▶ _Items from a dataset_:
──────────

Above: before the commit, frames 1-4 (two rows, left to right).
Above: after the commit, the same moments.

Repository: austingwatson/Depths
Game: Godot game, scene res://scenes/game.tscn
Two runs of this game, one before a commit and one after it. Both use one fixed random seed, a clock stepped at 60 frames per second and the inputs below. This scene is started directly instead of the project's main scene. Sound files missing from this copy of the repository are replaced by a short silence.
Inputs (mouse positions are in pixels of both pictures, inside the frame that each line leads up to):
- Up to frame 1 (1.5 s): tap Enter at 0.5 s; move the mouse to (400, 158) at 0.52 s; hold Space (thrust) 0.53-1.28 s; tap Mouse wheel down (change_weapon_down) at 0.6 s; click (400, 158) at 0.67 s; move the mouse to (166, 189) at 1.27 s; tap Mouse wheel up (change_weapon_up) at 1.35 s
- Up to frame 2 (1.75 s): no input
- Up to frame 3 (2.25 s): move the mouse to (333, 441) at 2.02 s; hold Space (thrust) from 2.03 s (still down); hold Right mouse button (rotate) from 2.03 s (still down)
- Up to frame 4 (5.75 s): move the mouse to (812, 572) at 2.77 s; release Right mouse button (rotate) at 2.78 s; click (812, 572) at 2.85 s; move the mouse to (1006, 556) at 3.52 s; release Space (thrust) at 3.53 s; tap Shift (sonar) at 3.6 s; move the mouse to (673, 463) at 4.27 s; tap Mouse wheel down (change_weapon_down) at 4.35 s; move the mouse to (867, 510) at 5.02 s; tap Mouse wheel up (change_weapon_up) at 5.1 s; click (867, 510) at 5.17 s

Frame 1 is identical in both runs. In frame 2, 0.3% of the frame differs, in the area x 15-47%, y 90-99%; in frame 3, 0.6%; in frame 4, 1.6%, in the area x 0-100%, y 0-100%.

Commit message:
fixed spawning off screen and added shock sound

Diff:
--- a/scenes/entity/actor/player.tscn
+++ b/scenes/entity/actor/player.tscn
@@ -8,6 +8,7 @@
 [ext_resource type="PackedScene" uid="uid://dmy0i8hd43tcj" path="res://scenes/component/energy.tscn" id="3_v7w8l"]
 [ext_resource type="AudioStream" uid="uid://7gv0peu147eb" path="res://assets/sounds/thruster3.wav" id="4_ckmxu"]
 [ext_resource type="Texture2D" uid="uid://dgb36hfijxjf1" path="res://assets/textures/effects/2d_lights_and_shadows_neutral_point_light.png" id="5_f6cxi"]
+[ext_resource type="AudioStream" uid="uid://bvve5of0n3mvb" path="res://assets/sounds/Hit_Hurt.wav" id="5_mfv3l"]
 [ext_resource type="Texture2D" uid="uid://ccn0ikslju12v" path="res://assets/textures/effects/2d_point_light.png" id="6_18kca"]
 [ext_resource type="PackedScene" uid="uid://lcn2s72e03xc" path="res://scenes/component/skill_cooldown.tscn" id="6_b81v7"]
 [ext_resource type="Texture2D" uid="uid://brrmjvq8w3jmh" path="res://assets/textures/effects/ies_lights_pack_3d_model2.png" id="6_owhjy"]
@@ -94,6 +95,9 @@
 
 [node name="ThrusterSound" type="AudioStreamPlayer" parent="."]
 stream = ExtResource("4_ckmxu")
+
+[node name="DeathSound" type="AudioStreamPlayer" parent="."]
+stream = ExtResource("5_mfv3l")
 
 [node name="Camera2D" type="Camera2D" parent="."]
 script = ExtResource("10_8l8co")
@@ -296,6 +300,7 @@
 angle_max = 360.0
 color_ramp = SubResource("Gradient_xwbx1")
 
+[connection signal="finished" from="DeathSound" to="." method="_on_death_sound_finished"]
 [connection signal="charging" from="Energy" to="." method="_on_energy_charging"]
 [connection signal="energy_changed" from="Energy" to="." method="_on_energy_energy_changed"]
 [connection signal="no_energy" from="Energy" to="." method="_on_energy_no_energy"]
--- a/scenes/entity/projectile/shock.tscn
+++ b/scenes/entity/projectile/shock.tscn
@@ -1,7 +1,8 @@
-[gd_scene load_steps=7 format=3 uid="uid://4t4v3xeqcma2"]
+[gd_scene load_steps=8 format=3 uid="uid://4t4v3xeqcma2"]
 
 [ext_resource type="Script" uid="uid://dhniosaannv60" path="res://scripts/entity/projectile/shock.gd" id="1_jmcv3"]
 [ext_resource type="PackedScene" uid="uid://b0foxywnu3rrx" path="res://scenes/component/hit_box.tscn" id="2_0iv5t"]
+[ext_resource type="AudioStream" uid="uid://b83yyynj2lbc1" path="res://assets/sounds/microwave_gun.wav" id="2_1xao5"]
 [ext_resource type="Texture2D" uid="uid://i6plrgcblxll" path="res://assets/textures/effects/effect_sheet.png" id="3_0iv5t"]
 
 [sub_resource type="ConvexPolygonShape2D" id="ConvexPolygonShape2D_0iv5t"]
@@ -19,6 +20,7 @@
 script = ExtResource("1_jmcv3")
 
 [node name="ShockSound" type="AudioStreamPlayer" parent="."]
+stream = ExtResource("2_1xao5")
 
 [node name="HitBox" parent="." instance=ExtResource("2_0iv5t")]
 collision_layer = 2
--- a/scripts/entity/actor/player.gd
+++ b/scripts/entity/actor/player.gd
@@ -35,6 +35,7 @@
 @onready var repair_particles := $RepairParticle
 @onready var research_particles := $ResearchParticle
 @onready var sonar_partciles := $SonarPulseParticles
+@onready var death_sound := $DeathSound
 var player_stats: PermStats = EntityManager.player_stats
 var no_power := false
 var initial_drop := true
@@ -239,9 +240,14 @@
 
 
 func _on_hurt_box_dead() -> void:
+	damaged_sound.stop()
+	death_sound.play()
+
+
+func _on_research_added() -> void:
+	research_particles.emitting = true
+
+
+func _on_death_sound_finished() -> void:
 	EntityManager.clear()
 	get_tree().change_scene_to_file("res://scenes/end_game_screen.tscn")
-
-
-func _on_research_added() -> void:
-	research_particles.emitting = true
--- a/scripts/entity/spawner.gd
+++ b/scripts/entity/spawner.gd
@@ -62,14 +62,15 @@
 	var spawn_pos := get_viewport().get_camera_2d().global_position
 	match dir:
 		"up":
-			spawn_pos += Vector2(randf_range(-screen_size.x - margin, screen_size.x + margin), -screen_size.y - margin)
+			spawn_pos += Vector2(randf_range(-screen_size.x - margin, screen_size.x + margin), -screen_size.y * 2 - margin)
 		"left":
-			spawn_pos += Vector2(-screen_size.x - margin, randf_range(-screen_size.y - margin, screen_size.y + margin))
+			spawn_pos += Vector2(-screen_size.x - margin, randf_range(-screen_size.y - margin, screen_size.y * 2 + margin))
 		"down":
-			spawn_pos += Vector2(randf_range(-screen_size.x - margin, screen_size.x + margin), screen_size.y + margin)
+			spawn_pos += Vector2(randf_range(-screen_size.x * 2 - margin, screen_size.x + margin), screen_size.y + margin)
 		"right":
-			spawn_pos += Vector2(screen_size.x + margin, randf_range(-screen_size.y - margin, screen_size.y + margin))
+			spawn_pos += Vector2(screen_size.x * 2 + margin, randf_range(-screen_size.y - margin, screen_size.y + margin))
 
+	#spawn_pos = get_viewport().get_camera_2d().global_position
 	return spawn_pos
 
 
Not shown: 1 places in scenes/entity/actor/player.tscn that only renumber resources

──────────

▶ _TRY IT_: Copy out the full set of records precisely, leaving nothing out.

▶ _ANSWER SECTION_:
Above: before the commit, frames 1-4 (two rows, left to right).
Above: after the commit, the same moments.

Repository: austingwatson/Depths
Game: Godot game, scene res://scenes/game.tscn
Two runs of this game, one before a commit and one after it. Both use one fixed random seed, a clock stepped at 60 frames per second and the inputs below. This scene is started directly instead of the project's main scene. Sound files missing from this copy of the repository are replaced by a short silence.
Inputs (mouse positions are in pixels of both pictures, inside the frame that each line leads up to):
- Up to frame 1 (1.5 s): tap Enter at 0.5 s; move the mouse to (400, 158) at 0.52 s; hold Space (thrust) 0.53-1.28 s; tap Mouse wheel down (change_weapon_down) at 0.6 s; click (400, 158) at 0.67 s; move the mouse to (166, 189) at 1.27 s; tap Mouse wheel up (change_weapon_up) at 1.35 s
- Up to frame 2 (1.75 s): no input
- Up to frame 3 (2.25 s): move the mouse to (333, 441) at 2.02 s; hold Space (thrust) from 2.03 s (still down); hold Right mouse button (rotate) from 2.03 s (still down)
- Up to frame 4 (5.75 s): move the mouse to (812, 572) at 2.77 s; release Right mouse button (rotate) at 2.78 s; click (812, 572) at 2.85 s; move the mouse to (1006, 556) at 3.52 s; release Space (thrust) at 3.53 s; tap Shift (sonar) at 3.6 s; move the mouse to (673, 463) at 4.27 s; tap Mouse wheel down (change_weapon_down) at 4.35 s; move the mouse to (867, 510) at 5.02 s; tap Mouse wheel up (change_weapon_up) at 5.1 s; click (867, 510) at 5.17 s

Frame 1 is identical in both runs. In frame 2, 0.3% of the frame differs, in the area x 15-47%, y 90-99%; in frame 3, 0.6%; in frame 4, 1.6%, in the area x 0-100%, y 0-100%.

Commit message:
fixed spawning off screen and added shock sound

Diff:
--- a/scenes/entity/actor/player.tscn
+++ b/scenes/entity/actor/player.tscn
@@ -8,6 +8,7 @@
 [ext_resource type="PackedScene" uid="uid://dmy0i8hd43tcj" path="res://scenes/component/energy.tscn" id="3_v7w8l"]
 [ext_resource type="AudioStream" uid="uid://7gv0peu147eb" path="res://assets/sounds/thruster3.wav" id="4_ckmxu"]
 [ext_resource type="Texture2D" uid="uid://dgb36hfijxjf1" path="res://assets/textures/effects/2d_lights_and_shadows_neutral_point_light.png" id="5_f6cxi"]
+[ext_resource type="AudioStream" uid="uid://bvve5of0n3mvb" path="res://assets/sounds/Hit_Hurt.wav" id="5_mfv3l"]
 [ext_resource type="Texture2D" uid="uid://ccn0ikslju12v" path="res://assets/textures/effects/2d_point_light.png" id="6_18kca"]
 [ext_resource type="PackedScene" uid="uid://lcn2s72e03xc" path="res://scenes/component/skill_cooldown.tscn" id="6_b81v7"]
 [ext_resource type="Texture2D" uid="uid://brrmjvq8w3jmh" path="res://assets/textures/effects/ies_lights_pack_3d_model2.png" id="6_owhjy"]
@@ -94,6 +95,9 @@
 
 [node name="ThrusterSound" type="AudioStreamPlayer" parent="."]
 stream = ExtResource("4_ckmxu")
+
+[node name="DeathSound" type="AudioStreamPlayer" parent="."]
+stream = ExtResource("5_mfv3l")
 
 [node name="Camera2D" type="Camera2D" parent="."]
 script = ExtResource("10_8l8co")
@@ -296,6 +300,7 @@
 angle_max = 360.0
 color_ramp = SubResource("Gradient_xwbx1")
 
+[connection signal="finished" from="DeathSound" to="." method="_on_death_sound_finished"]
 [connection signal="charging" from="Energy" to="." method="_on_energy_charging"]
 [connection signal="energy_changed" from="Energy" to="." method="_on_energy_energy_changed"]
 [connection signal="no_energy" from="Energy" to="." method="_on_energy_no_energy"]
--- a/scenes/entity/projectile/shock.tscn
+++ b/scenes/entity/projectile/shock.tscn
@@ -1,7 +1,8 @@
-[gd_scene load_steps=7 format=3 uid="uid://4t4v3xeqcma2"]
+[gd_scene load_steps=8 format=3 uid="uid://4t4v3xeqcma2"]
 
 [ext_resource type="Script" uid="uid://dhniosaannv60" path="res://scripts/entity/projectile/shock.gd" id="1_jmcv3"]
 [ext_resource type="PackedScene" uid="uid://b0foxywnu3rrx" path="res://scenes/component/hit_box.tscn" id="2_0iv5t"]
+[ext_resource type="AudioStream" uid="uid://b83yyynj2lbc1" path="res://assets/sounds/microwave_gun.wav" id="2_1xao5"]
 [ext_resource type="Texture2D" uid="uid://i6plrgcblxll" path="res://assets/textures/effects/effect_sheet.png" id="3_0iv5t"]
 
 [sub_resource type="ConvexPolygonShape2D" id="ConvexPolygonShape2D_0iv5t"]
@@ -19,6 +20,7 @@
 script = ExtResource("1_jmcv3")
 
 [node name="ShockSound" type="AudioStreamPlayer" parent="."]
+stream = ExtResource("2_1xao5")
 
 [node name="HitBox" parent="." instance=ExtResource("2_0iv5t")]
 collision_layer = 2
--- a/scripts/entity/actor/player.gd
+++ b/scripts/entity/actor/player.gd
@@ -35,6 +35,7 @@
 @onready var repair_particles := $RepairParticle
 @onready var research_particles := $ResearchParticle
 @onready var sonar_partciles := $SonarPulseParticles
+@onready var death_sound := $DeathSound
 var player_stats: PermStats = EntityManager.player_stats
 var no_power := false
 var initial_drop := true
@@ -239,9 +240,14 @@
 
 
 func _on_hurt_box_dead() -> void:
+	damaged_sound.stop()
+	death_sound.play()
+
+
+func _on_research_added() -> void:
+	research_particles.emitting = true
+
+
+func _on_death_sound_finished() -> void:
 	EntityManager.clear()
 	get_tree().change_scene_to_file("res://scenes/end_game_screen.tscn")
-
-
-func _on_research_added() -> void:
-	research_particles.emitting = true
--- a/scripts/entity/spawner.gd
+++ b/scripts/entity/spawner.gd
@@ -62,14 +62,15 @@
 	var spawn_pos := get_viewport().get_camera_2d().global_position
 	match dir:
 		"up":
-			spawn_pos += Vector2(randf_range(-screen_size.x - margin, screen_size.x + margin), -screen_size.y - margin)
+			spawn_pos += Vector2(randf_range(-screen_size.x - margin, screen_size.x + margin), -screen_size.y * 2 - margin)
 		"left":
-			spawn_pos += Vector2(-screen_size.x - margin, randf_range(-screen_size.y - margin, screen_size.y + margin))
+			spawn_pos += Vector2(-screen_size.x - margin, randf_range(-screen_size.y - margin, screen_size.y * 2 + margin))
 		"down":
-			spawn_pos += Vector2(randf_range(-screen_size.x - margin, screen_size.x + margin), screen_size.y + margin)
+			spawn_pos += Vector2(randf_range(-screen_size.x * 2 - margin, screen_size.x + margin), screen_size.y + margin)
 		"right":
-			spawn_pos += Vector2(screen_size.x + margin, randf_range(-screen_size.y - margin, screen_size.y + margin))
+			spawn_pos += Vector2(screen_size.x * 2 + margin, randf_range(-screen_size.y - margin, screen_size.y + margin))
 
+	#spawn_pos = get_viewport().get_camera_2d().global_position
 	return spawn_pos
 
 
Not shown: 1 places in scenes/entity/actor/player.tscn that only renumber resources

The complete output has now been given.